Activity => Pull each line holding the word "join" from the data.

BEGIN Material for the task

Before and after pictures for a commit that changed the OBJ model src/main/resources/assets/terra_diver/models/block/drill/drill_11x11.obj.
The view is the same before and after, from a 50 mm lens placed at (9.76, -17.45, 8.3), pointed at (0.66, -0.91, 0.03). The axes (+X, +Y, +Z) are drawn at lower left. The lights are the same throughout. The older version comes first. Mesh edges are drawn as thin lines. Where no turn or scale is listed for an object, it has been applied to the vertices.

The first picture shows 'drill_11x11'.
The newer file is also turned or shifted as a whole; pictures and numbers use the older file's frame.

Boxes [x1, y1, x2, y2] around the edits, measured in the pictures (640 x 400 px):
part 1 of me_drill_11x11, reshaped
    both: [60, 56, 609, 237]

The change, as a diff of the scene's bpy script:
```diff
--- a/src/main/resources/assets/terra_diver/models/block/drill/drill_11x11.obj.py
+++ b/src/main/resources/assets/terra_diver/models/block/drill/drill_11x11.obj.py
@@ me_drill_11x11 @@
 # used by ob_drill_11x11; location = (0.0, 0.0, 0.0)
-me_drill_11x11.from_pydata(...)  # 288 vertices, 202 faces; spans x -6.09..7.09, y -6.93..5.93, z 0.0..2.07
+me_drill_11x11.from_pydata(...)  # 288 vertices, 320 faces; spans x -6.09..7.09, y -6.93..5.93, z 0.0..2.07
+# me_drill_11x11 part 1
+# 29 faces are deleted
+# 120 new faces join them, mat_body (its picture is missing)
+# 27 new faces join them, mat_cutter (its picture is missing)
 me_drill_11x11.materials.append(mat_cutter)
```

END Material for the task

Response to this task =>
+# 120 new faces join them, mat_body (its picture is missing)
+# 27 new faces join them, mat_cutter (its picture is missing)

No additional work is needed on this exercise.